I tried to mange and steer a little bit , i see that the veth driver is not loaded by default , so had to manually install it. But then i see that i hit into the cuda error with this
@tegra-ubuntu:/usr/local/cuda-11.4/samples/0_Simple/matrixMul$ sudo docker run --rm --runtime nvidia --gpus all -v $(pwd):$(pwd) -w $(pwd) ubuntu:20.04 ./matrixMul
WARNING: IPv4 forwarding is disabled. Networking will not work.

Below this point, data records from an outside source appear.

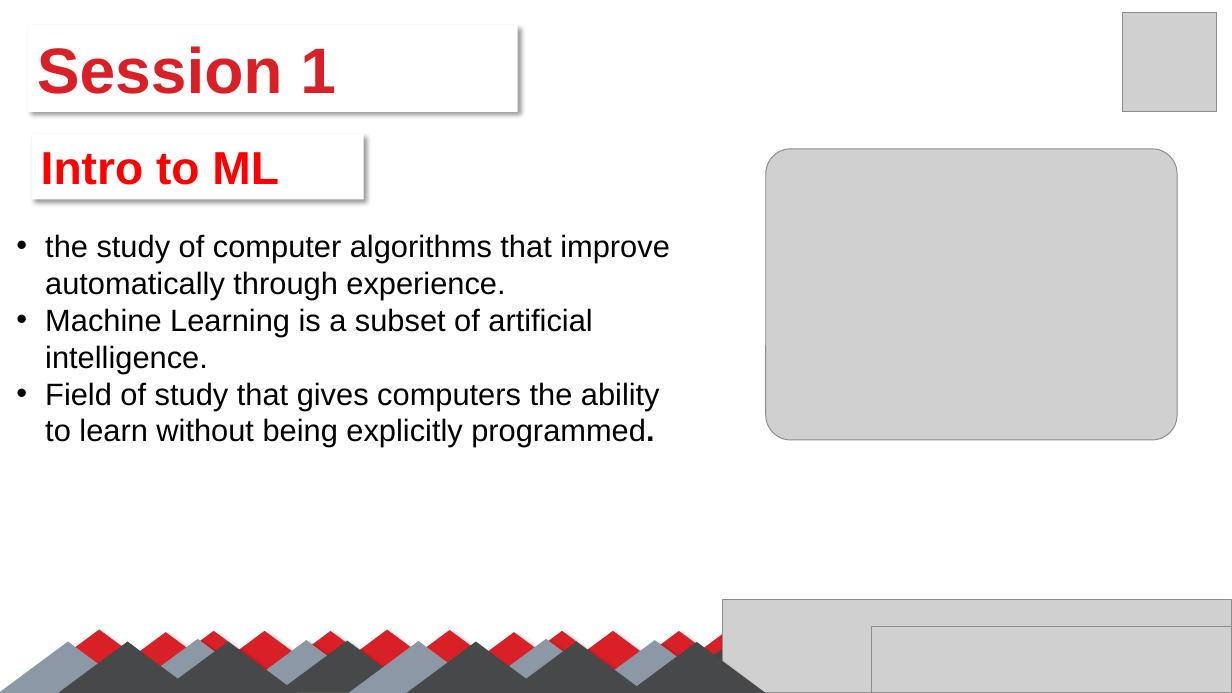
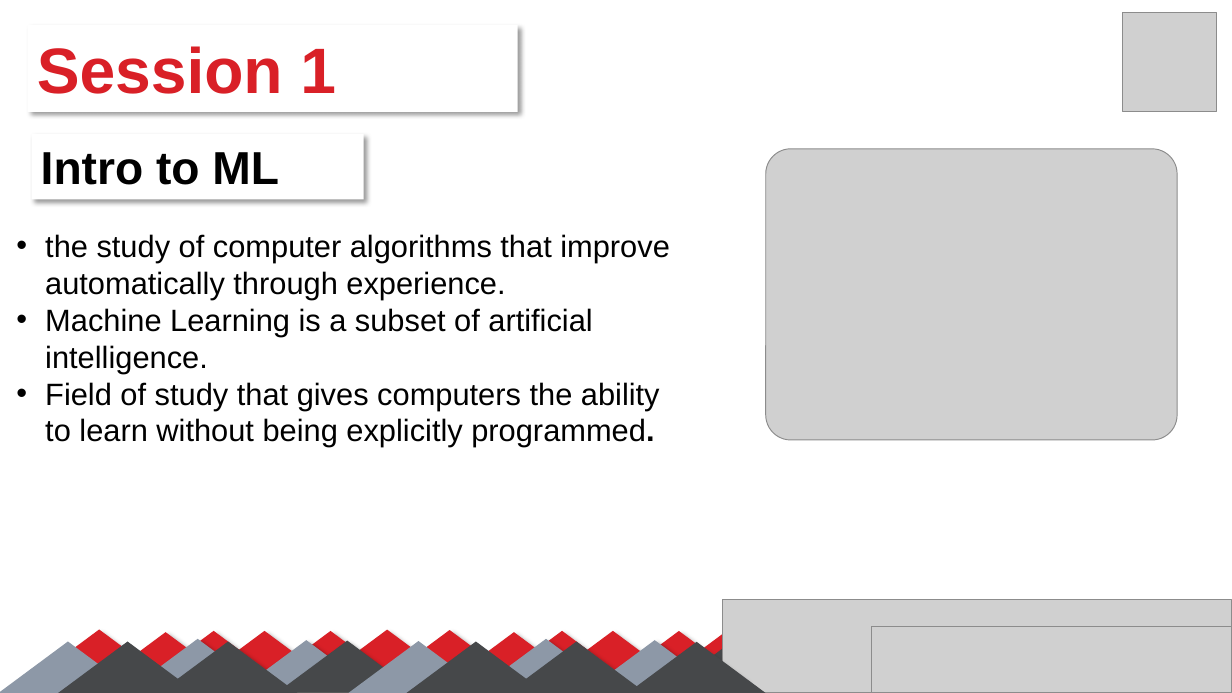
Before and after one commit to SalmaGira/machine-learning-workshop-Kvector, a slide deck: slide 3 of Sessions/Session 1/Session_01.pptx. Drawn at 1232x693 pixels with LibreOffice and Linux fonts; fonts in the diff are those of the drawing; grey boxes stand for pictures. Boxes give left, top, right and bottom in pixels: in the first picture for what was removed or moved away, otherwise in the second. Text is boxed around its words. In the diff, an @@ line names an element or a change of style, - is before the commit and + after.

```diff
--- a/Sessions/Session 1/Session_01.pptx
+++ b/Sessions/Session 1/Session_01.pptx
@@ rectangle "Intro to ML" at [31,134,363,200]: text colour #FF0000 to #000000 @@
```
Also in this commit, not shown: 10 other slides changed, 2 slides removed.

CUDA error at …/…/common/inc/helper_cuda.h:781 code=801(cudaErrorNotSupported) “cudaGetDeviceCount(&device_count)”
[Matrix Multiply Using CUDA] - Starting…
Any pointers why i see this issue with cuda ? what drivers might be missing in this case ?
It appears that you’re encountering an issue with the CUDA library, specifically when calling the cudaGetDeviceCount() function. Before we can provide you with specific guidance, could you please provide some additional information?
Have you reflashed the devkit before this try? Which version of DRIVE OS you are currently using? Furthermore, it would be helpful if you could share the complete output of building the ‘matrixMul’ application.
a clean installation of 6.0.6 on the orin resolved the issue. .
Now am able to get the cuda tested in the docker on orin.
tegra-ubuntu:/usr/local/cuda/samples/0_Simple/matrixMul# ./matrixMul
[Matrix Multiply Using CUDA] - Starting…
GPU Device 0: “Ampere” with compute capability 8.7
MatrixA(320,320), MatrixB(640,320)
Computing result using CUDA Kernel…
done
Performance= 617.98 GFlop/s, Time= 0.212 msec, Size= 131072000 Ops, WorkgroupSize= 1024 threads/block
Checking computed result for correctness: Result = PASS
NOTE: The CUDA Samples are not meant for performancemeasurements. Results may vary when GPU Boost is enabled.